Dataset entries

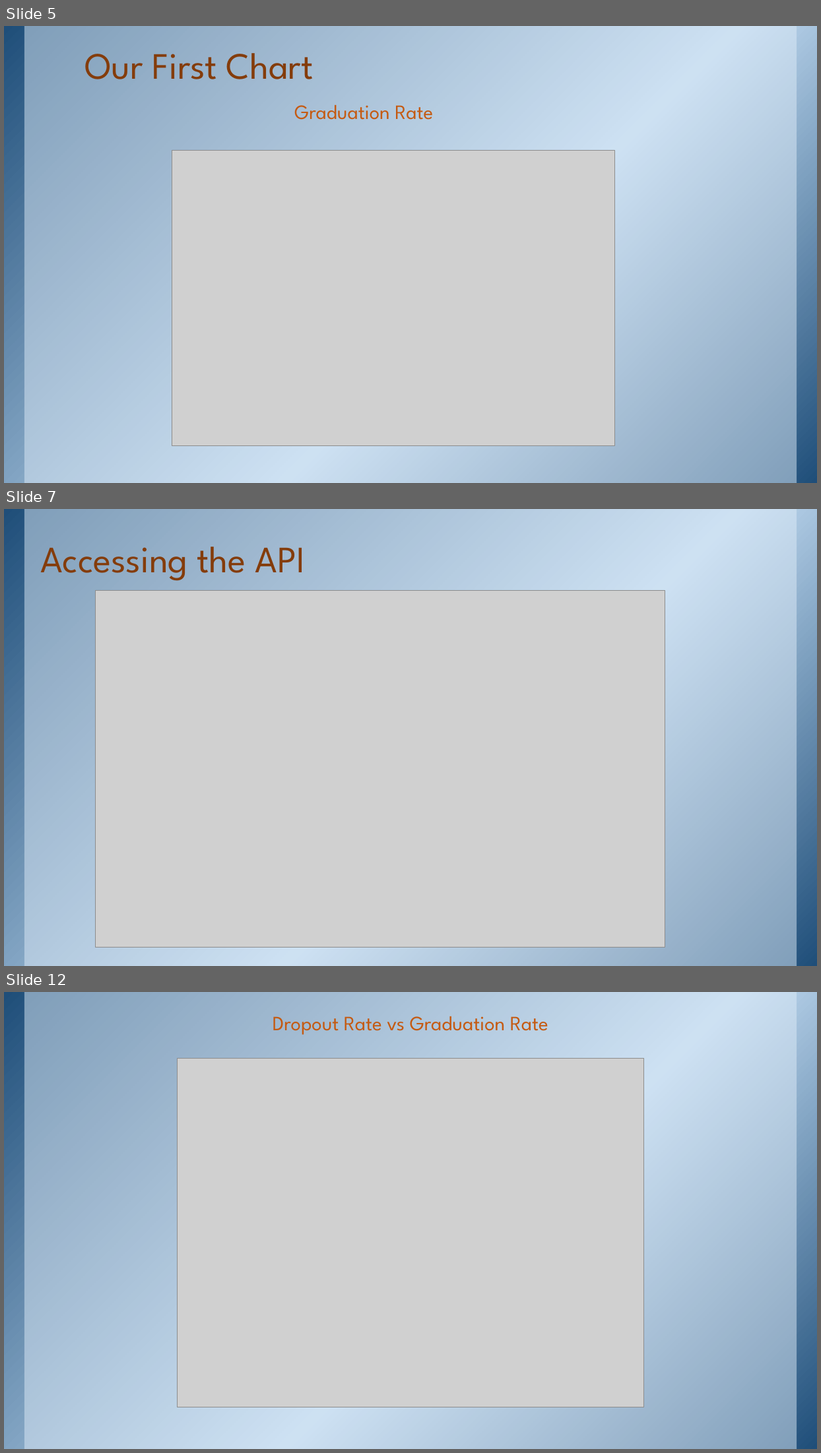
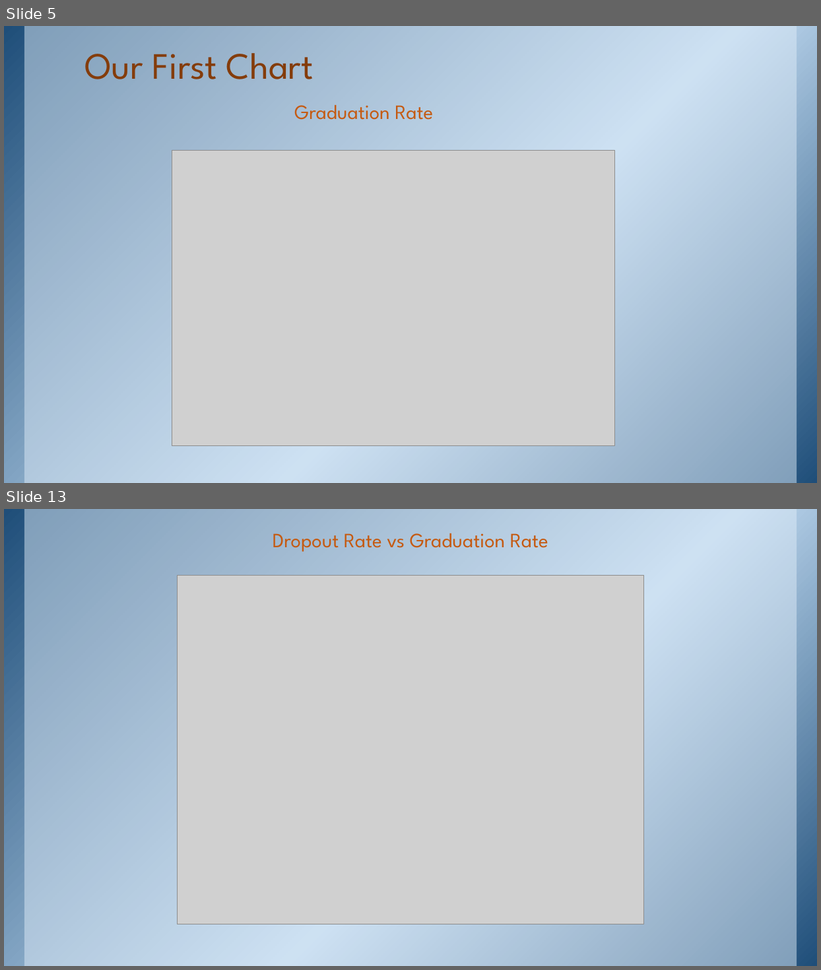
Before and after one commit to fab5-rutgers/first_project, a slide deck: Factors Contributing to Graduation Rates in New Jersey.pptx. Shown one above the other, each under a label of ours: slides 5, 7 and 12 before the commit, slides 5 and 13 after it; the slides between them are not shown. The pictures are 821x1453 and 821x970 pixels, drawn with LibreOffice and Linux fonts; fonts in the diff are those of the drawing; grey boxes stand for pictures; background and template pictures are left out. Boxes give left, top, right and bottom in pixels: in the first picture for what was removed or moved away, otherwise in the second. Text is boxed around its words. In the diff, an @@ line names an element or a change of style, - is before the commit and + after.

```diff
--- a/Factors Contributing to Graduation Rates in New Jersey.pptx
+++ b/Factors Contributing to Graduation Rates in New Jersey.pptx
@@ slide 7 removed at (4,509,817,966), background picture (left out); not listed: 2 template elements that a slide beside it also shows @@
@@ text removed at (40,547,306,581) @@
-Accessing the API
@@ picture removed at (96,590,665,948) @@
@@ what was slide 12 is now slide 13 @@
```
Also in this commit, not shown: 9 slides changed, 2 slides added, 2 other files.
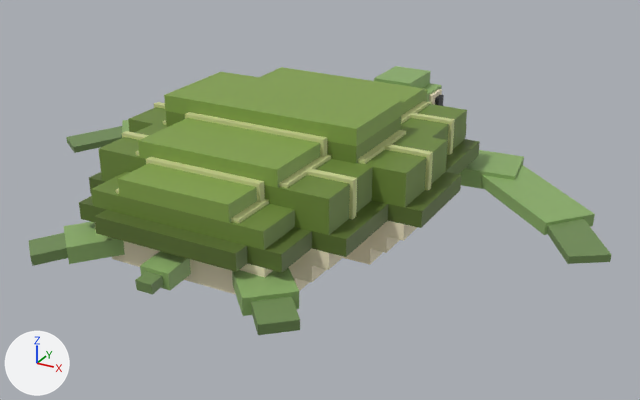
Before and after pictures for a commit that changed the glTF model art/creatures/SeaTurtle/game/SeaTurtle.glb.
Rendered twice from a 50 mm camera at (10.67, -18.96, 7.9) aimed at (0.48, -0.42, -1.37). Every picture has the same lights, and +X, +Y and +Z are marked at lower left. The older version comes first. Where no turn or scale is listed for an object, it has been applied to the vertices. Vertices at exactly the same position are counted once.

The first picture shows 'FlipBL', 'FlipBR', 'FlipFL', 'FlipFR', 'Head', 'Shell'.
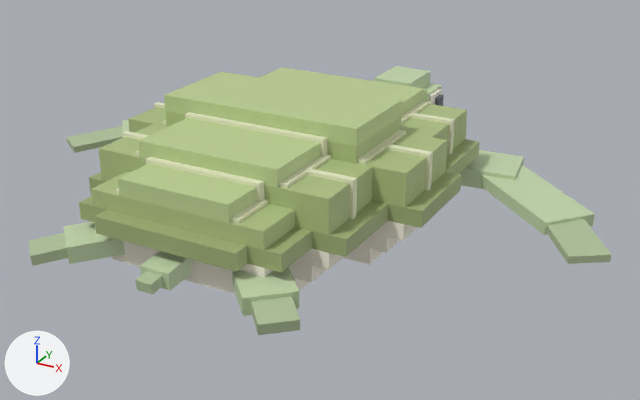
The change, as a diff of the scene's bpy script:
```diff
--- a/art/creatures/SeaTurtle/game/SeaTurtle.glb.py
+++ b/art/creatures/SeaTurtle/game/SeaTurtle.glb.py
@@ me_shell @@
 me_shell.from_pydata(...)  # 457 vertices, 604 faces; spans x -4.2..4.2, y -5.49..5.6, z -1.2..2.0
+# me_shell part 1: 148 faces centred in x -3.8..3.8, y -4.4..4.8, z -1.2..-0.13 are repainted in the vertex colours; the middle colour goes from beige #f3e9c8 to white #faf5e5
+# me_shell part 2: 144 faces centred in x -3.88..3.88, y -4.32..4.72, z 0.61..1.68 are repainted in the vertex colours; the middle colour goes from yellow #cdd494 to pale yellow #e8ebc8
+# me_shell part 3: 86 faces centred in x -3.8..3.8, y -4.4..4.8, z 0.53..1.47 are repainted in the vertex colours; the middle colour goes from green #6f8a3c to green #b0c285
+# me_shell part 4: 110 faces centred in x -4.2..4.2, y -4.8..5.2, z 0.0..0.4 are repainted in the vertex colours; the middle colour goes from dark green #596e30 to green #a0af78
+# me_shell part 5: 116 faces centred in x -3.4..3.4, y -5.48..5.6, z -0.8..2.0 are repainted in the vertex colours; the middle colour goes from green #718d55 to greyish green #b2c49c
 me_shell.materials.append(mat_defaultmaterial)
@@ me_flipbl @@
 me_flipbl.from_pydata(...)  # 16 vertices, 22 faces; spans x -1.66..0.93, y -1.92..0.75, z -0.28..0.2
+# me_flipbl part 6: 12 faces centred in x -0.97..0.65, y -1.21..0.49, z -0.25..0.17 are repainted in the vertex colours; the middle colour goes from green #8db06a to green #c4d8ad
+# me_flipbl part 7: 10 faces centred in x -1.46..-0.55, y -1.73..-0.81, z -0.25..0.03 are repainted in the vertex colours; the middle colour goes from green #718d55 to greyish green #b2c49c
 me_flipbl.materials.append(mat_defaultmaterial_001)
@@ me_flipbr @@
 me_flipbr.from_pydata(...)  # 16 vertices, 22 faces; spans x -0.93..1.66, y -1.92..0.75, z -0.28..0.2
+# me_flipbr part 8: 12 faces centred in x -0.66..0.98, y -1.21..0.49, z -0.25..0.17 are repainted in the vertex colours; the middle colour goes from green #8db06a to green #c4d8ad
+# me_flipbr part 9: 10 faces centred in x 0.56..1.46, y -1.73..-0.81, z -0.25..0.03 are repainted in the vertex colours; the middle colour goes from green #718d55 to greyish green #b2c49c
 me_flipbr.materials.append(mat_defaultmaterial_002)
@@ me_flipfl @@
 me_flipfl.from_pydata(...)  # 24 vertices, 32 faces; spans x -5.12..0.84, y -3.47..1.15, z -0.35..0.24
+# me_flipfl part 10: 22 faces centred in x -4.06..0.76, y -1.97..1.02, z -0.3..0.21 are repainted in the vertex colours; the middle colour goes from green #8db06a to green #c4d8ad
+# me_flipfl part 11: 10 faces centred in x -4.85..-3.55, y -3.29..-1.79, z -0.32..-0.1 are repainted in the vertex colours; the middle colour goes from green #718d55 to greyish green #b2c49c
 me_flipfl.materials.append(mat_defaultmaterial_003)
@@ me_flipfr @@
 me_flipfr.from_pydata(...)  # 24 vertices, 32 faces; spans x -0.84..5.12, y -3.47..1.15, z -0.35..0.24
+# me_flipfr part 12: 22 faces centred in x -0.75..4.07, y -1.97..1.02, z -0.3..0.21 are repainted in the vertex colours; the middle colour goes from green #8db06a to green #c4d8ad
+# me_flipfr part 13: 10 faces centred in x 3.55..4.85, y -3.29..-1.78, z -0.32..-0.1 are repainted in the vertex colours; the middle colour goes from green #718d55 to greyish green #b2c49c
 me_flipfr.materials.append(mat_defaultmaterial_004)
@@ me_head @@
 me_head.from_pydata(...)  # 84 vertices, 120 faces; spans x -1.24..1.24, y -0.4..3.0, z -0.8..0.8
+# me_head part 14: 48 faces centred in x -1.12..1.12, y 0.0..2.8, z -0.8..0.34 are repainted in the vertex colours; the middle colour goes from beige #f3e9c8 to white #faf5e5
+# me_head part 15: 42 faces centred in x -1.0..1.0, y 0.0..3.0, z -0.39..0.8 are repainted in the vertex colours; the middle colour goes from green #8db06a to green #c4d8ad
+# me_head part 16: 20 faces centred in x -1.24..1.24, y 1.58..1.98, z -0.16..0.22 are repainted in the vertex colours; the middle colour goes from black #1e2226 to dark grey #60666c
 me_head.materials.append(mat_defaultmaterial_005)
```

Location of each change, [x1, y1, x2, y2] in pixels of the pictures (640 x 400 px):
part 1 of me_shell, recoloured (beige to white)
    both: [95, 221, 417, 295]
part 2 of me_shell, recoloured
    both: [115, 101, 455, 223]
part 3 of me_shell, recoloured (lighter)
    both: [91, 75, 467, 250]
part 4 of me_shell, recoloured (dark green to green)
    both: [79, 132, 480, 273]
part 5 of me_shell, recoloured (green to greyish green)
    both: [118, 67, 427, 295]
part 6 of me_flipbl, recoloured (lighter)
    both: [64, 222, 125, 264]
part 7 of me_flipbl, recoloured (green to greyish green)
    both: [29, 233, 68, 266]
part 8 of me_flipbr, recoloured (lighter)
    both: [232, 267, 299, 316]
part 9 of me_flipbr, recoloured (green to greyish green)
    both: [251, 296, 300, 335]
part 10 of me_flipfl, recoloured
    both: [122, 120, 129, 133]
part 11 of me_flipfl, recoloured (green to greyish green)
    both: [66, 126, 122, 153]
part 12 of me_flipfr, recoloured (lighter)
    both: [459, 150, 595, 235]
part 13 of me_flipfr, recoloured (green to greyish green)
    both: [547, 219, 611, 264]
part 14 of me_head, recoloured
    both: [429, 89, 442, 105]
part 15 of me_head, recoloured (lighter)
    both: [374, 66, 442, 102]
part 16 of me_head, recoloured
    both: [435, 95, 444, 106]

Task brief.
Output the lines above between the one holding "both: [232, 267, 299, 316]" and the one holding "part 15 of me_head, recoloured (lighter)", inclusive, with nothing before or after them.

Solution for this task.
    both: [232, 267, 299, 316]
part 9 of me_flipbr, recoloured (green to greyish green)
    both: [251, 296, 300, 335]
part 10 of me_flipfl, recoloured
    both: [122, 120, 129, 133]
part 11 of me_flipfl, recoloured (green to greyish green)
    both: [66, 126, 122, 153]
part 12 of me_flipfr, recoloured (lighter)
    both: [459, 150, 595, 235]
part 13 of me_flipfr, recoloured (green to greyish green)
    both: [547, 219, 611, 264]
part 14 of me_head, recoloured
    both: [429, 89, 442, 105]
part 15 of me_head, recoloured (lighter)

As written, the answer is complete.